There is one key aspect that hasn’t been mentioned which undeniably is that people are central to this project. The above points can all create the right environment for success but it’s the people who execute. And there is one role that you simply can’t do without, that of the Problem Solver. This is a person who is:

• Driven by a challenge.
• Unapologetically dogged.
• Isn’t afraid to do something they have never done before.
• Requires little direction, just an idea.

These characters can make digital transformation a lot smoother and more effective. When working towards digital transformation you are going to do things that are new and not always easy, just look at the cloud. It brings us so many capabilities, along with endless tutorials. What people are hired for is rarely what they are doing in a few years or even months time. This flexibility and ability to solve an abstract issue presented to you is often overlooked, especially at the interview stage.

Even in technical roles, recruiters test for the current role. Identifying people who have the baseline skills and are natural problem solvers is far more valuable. Interview tests should be abstracted just to observe how people cope with a challenge, because in digital transformation, and in general day-to-day employment at any organisation, change, unprecedented or rapid, is guaranteed.
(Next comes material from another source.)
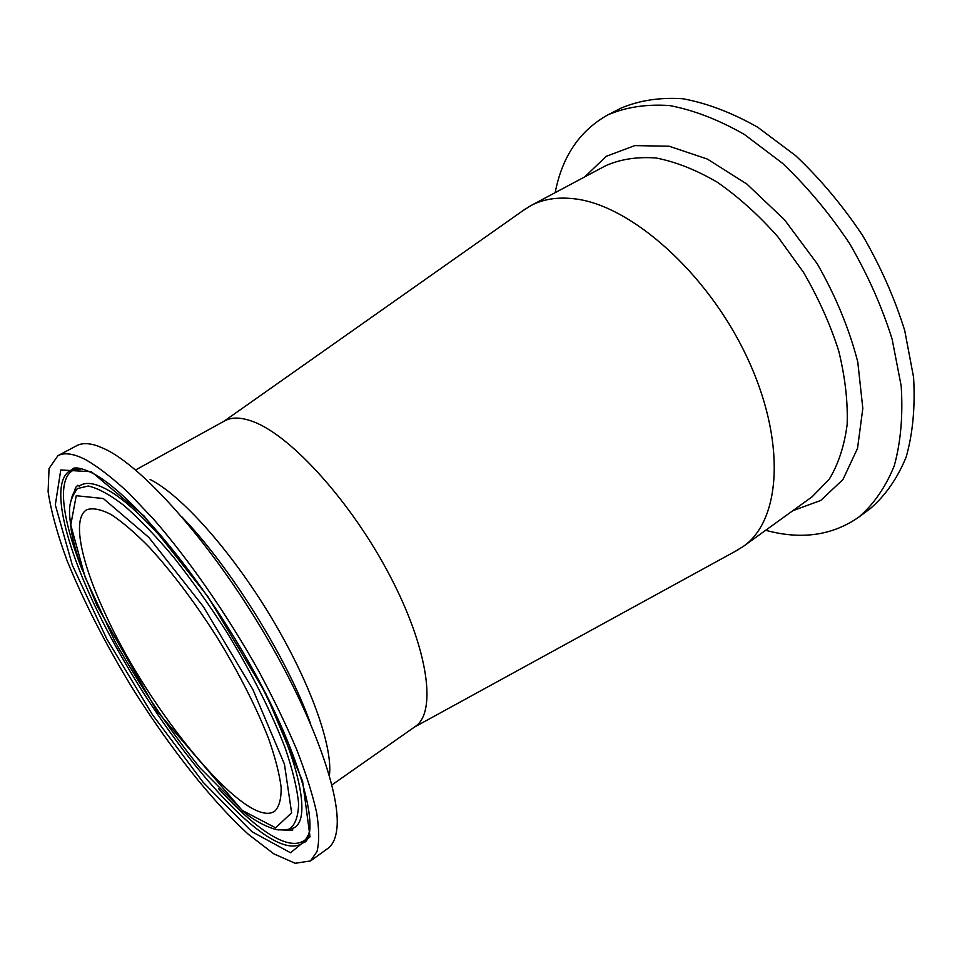 <?xml version="1.0" encoding="UTF-8"?>
<svg xmlns="http://www.w3.org/2000/svg" width="962" height="962" viewBox="0 0 962 962"><rect width="100%" height="100%" fill="white"/><g stroke="black" fill="none" stroke-linecap="round" stroke-linejoin="round"><path stroke-width="1.44" d="M104.882 612.998C80.856 561.423 71.753 517.965 86.881 509.704C92.857 507.683 100.938 509.295 111.123 514.538C122.414 521.945 135.185 532.888 149.423 547.39C172.066 572.101 194.697 602.2 217.328 637.686C239.213 673.616 256.277 707.19 268.506 738.407C275.24 757.575 279.449 773.869 281.132 787.265C281.361 798.713 279.245 806.685 274.795 811.158C247.162 830.903 149.182 711.495 104.882 612.998M86.087 459.896C98.545 467.159 112.686 478.126 128.523 492.797L153.86 519.492C189.237 560.125 227.405 615.103 258.429 670.55C273.244 698.099 285.967 724.374 296.597 749.362C305.832 773.123 312.494 794.143 316.606 812.433C319.216 828.871 319.36 841.87 317.039 851.454L310.522 860.942L295.166 863.275L273.93 853.919L248.461 834.403C211.784 800.901 170.13 747.991 133.502 689.934C106.133 645.225 83.995 602.14 67.112 560.678C57.455 534.499 51.118 511.483 48.1 491.654L49.05 468.47L57.912 455.699C64.37 452.188 73.761 453.583 86.087 459.896M57.912 455.699L76.695 445.695C81.986 442.833 89.117 442.977 98.076 446.115L105.616 449.362C142.785 467.279 206.722 538.371 258.802 624.182C310.954 709.968 341.354 793.878 336.82 829.1C335.69 838.527 332.684 844.985 327.777 848.484L310.522 860.942M135.57 469.985L224.675 420.875C231.89 416.883 241.534 417.195 253.619 421.825C291.498 436.002 351.864 502.693 390.175 576.25C428.679 649.831 436.832 712.541 415.223 726.538L331.902 784.932M765.668 530.29C801.178 539.959 832.202 535.593 858.753 517.171L870.249 508.609C885.341 495.658 897.305 478.499 906.144 457.142C912.83 433.561 915.307 406.938 913.575 377.272L904.725 330.543C894.648 298.196 880.615 266.498 862.589 235.45C842.64 205.591 820.358 179.028 795.754 155.748L757.695 127.224C731.829 112.614 706.829 103.102 682.719 98.725C659.655 97.258 638.984 100.445 620.706 108.285L607.948 114.839C579.725 130.567 562.145 156.505 555.182 192.64M858.753 517.171C873.712 504.304 885.545 487.217 894.227 465.885C900.757 442.316 903.077 415.668 901.19 385.954L892.111 339.081C881.901 306.613 867.724 274.771 849.59 243.542C829.545 213.516 807.19 186.772 782.539 163.299L744.456 134.512C718.602 119.733 693.662 110.089 669.624 105.567C646.644 103.98 626.094 107.071 607.948 114.839M522.919 210.666L530.735 205.688C542.881 199.17 557.287 196.861 573.953 198.761C629.918 204.593 706.733 271.861 746.512 356.156C786.579 440.416 781.228 520.418 743.193 546.5L735.281 551.322M242.4 810.485L199.831 767.7C169.264 729.485 140.993 687.469 115.043 641.642L85.125 577.164L70.755 525.011L76.238 495.719L103.307 498.52L148.857 537.433L203.355 606.637L252.862 689.477L284.439 764.129L291.618 812.854L275.565 827.813L242.4 810.485M74.94 491.654L77.369 488.588C66.57 504.172 69.372 512.373 71.465 531.818C73.461 542.243 76.671 553.859 81.121 566.654L97.114 605.844L157.071 711.219L242.713 811.038C260.449 826.13 278.126 830.639 279.22 829.821C284.151 830.158 287.602 829.881 289.574 828.991C295.286 824.699 298.292 816.281 298.617 803.739C297.222 788.852 292.809 770.454 285.377 748.544C272.15 713.648 251.611 672.739 226.623 631.89C209.379 605.026 191.739 580.158 173.713 557.287C155.976 536.243 139.442 518.999 124.134 505.591C109.909 494.672 97.968 488.155 88.276 486.014L77.369 488.588C74.098 491.149 71.958 495.31 70.972 501.046M74.086 492.255C76.19 485.113 76.238 487.253 77.79 485.293L79.233 486.183C85.041 481.661 94.132 482.708 106.541 489.309C136.363 504.882 186.64 561.026 228.872 628.895M230.315 631.204C291.702 729.064 317.268 820.682 292.544 828.378L285.75 829.821M91.366 471.729L60.774 469.961L55.315 504.894L72.342 565.187L106.662 638.732L152.309 714.477L203.03 782.154L251.84 831.649L290.536 852.753L310.029 836.844L302.585 781.156L266.101 694.083L208.02 596.789L144.108 516.017L91.366 471.729M310.005 828.318C309.067 834.607 307.07 839.225 304.016 842.195C293.699 850.588 276.659 845.141 252.91 825.841C206.253 787.601 146.585 706.168 106.181 628.523C65.909 551.154 47.186 479.773 71.873 469.805L72.775 468.674C73.004 468.314 77.164 465.764 92.099 472.931C129.173 491.498 197.198 571.584 247.667 660.341C298.376 748.196 320.25 827.981 305.423 841.882L304.016 842.195L305.651 839.525C295.346 847.943 278.367 842.592 254.714 823.472C243.29 814.201 231.217 802.561 218.494 788.551M82.383 570.213C61.424 517.676 56.337 476.106 75 469.516L81.073 468.59M329.389 775.576C333.153 746.668 310.005 681.493 270.25 615.752C230.555 549.999 180.772 494.684 150.084 479.473M181.59 516.582C229.858 566.185 287.049 657.912 310.329 723.099M530.735 205.688L605.711 165.704C620.478 159.175 637.265 156.602 656.072 157.984C675.745 161.82 696.163 169.901 717.315 182.227C738.443 196.909 758.597 215.055 777.753 236.664L803.474 272.294C818.397 297.967 830.134 324.146 838.684 350.805C845.129 377.08 847.955 401.671 847.149 424.579C844.323 445.983 838.335 464.225 829.22 479.292L812.096 496.801L743.193 546.5M792.832 510.69L820.73 500.468L842.952 479.533L857.527 448.376L862.818 408.381L857.779 361.977C849.23 328.812 835.701 296.068 817.207 263.732L784.499 219.769L746.873 184.055L707.419 159.091L669.191 146.236L634.788 145.599L606.216 156.337L584.74 176.888M289.574 828.991L292.544 828.378L292.713 830.074L284.824 830.326M80.832 469.095L71.873 469.805M305.651 839.525L308.586 834.463M414.478 727.068L738.491 549.567M223.881 421.32L525.913 208.562"/></g></svg>

However, it is paramount that these natural problem solvers are complemented by people who are well organised, task leaders, and those with experience of these large scale projects. Although these types of people are hard to find, people can be trained in this mindset, and if I was starting a project tomorrow, these are the people I would hire or be pulling into an action team.

Digital transformation projects result in a lot of change, namely new hires, improved software and alternate processes. These changes usually result in greater utilization of online services and a surge in interdepartmental collaboration, increasing your risk of suffering a cyberattack and human error. An example of this is a member of your organisation is working on a project to improve your document sharing capabilities.

They engaged with all the top vendors for this service, meaning they are receiving multiple emails from different sources with proposals, links to white papers, or online demonstrations. Due to the increased volume of emails and added pressure, this member accidentally sends sensitive information to the wrong contact with a similar sounding name.

This is just one example of the potential risks that are associated with large scale projects. It is clear that during the process design for the project, the security needs of the business and preferred methods of working all need to be considered to avoid any oversights and potential errors.

‘Why don’t you just hire consultants?’ I’m often asked. This can be a double-edged sword. 20 new consultants marching in and telling the incumbent team what to do rarely works without friction. Creating a team where a couple of consultants are brought in to lead a project alongside the rest of the permanent employees can result in a much more cohesive unit, fostering an environment where skills develop but remain in the company.

Often people want to do everything immediately, but digital transformation is a steady and sometimes lengthy process that both the business and its employees need to take. By transforming in stages and blocks, the process is made more sustainable while simultaneously ensuring that skills and knowledge are kept in house and grow as the business does.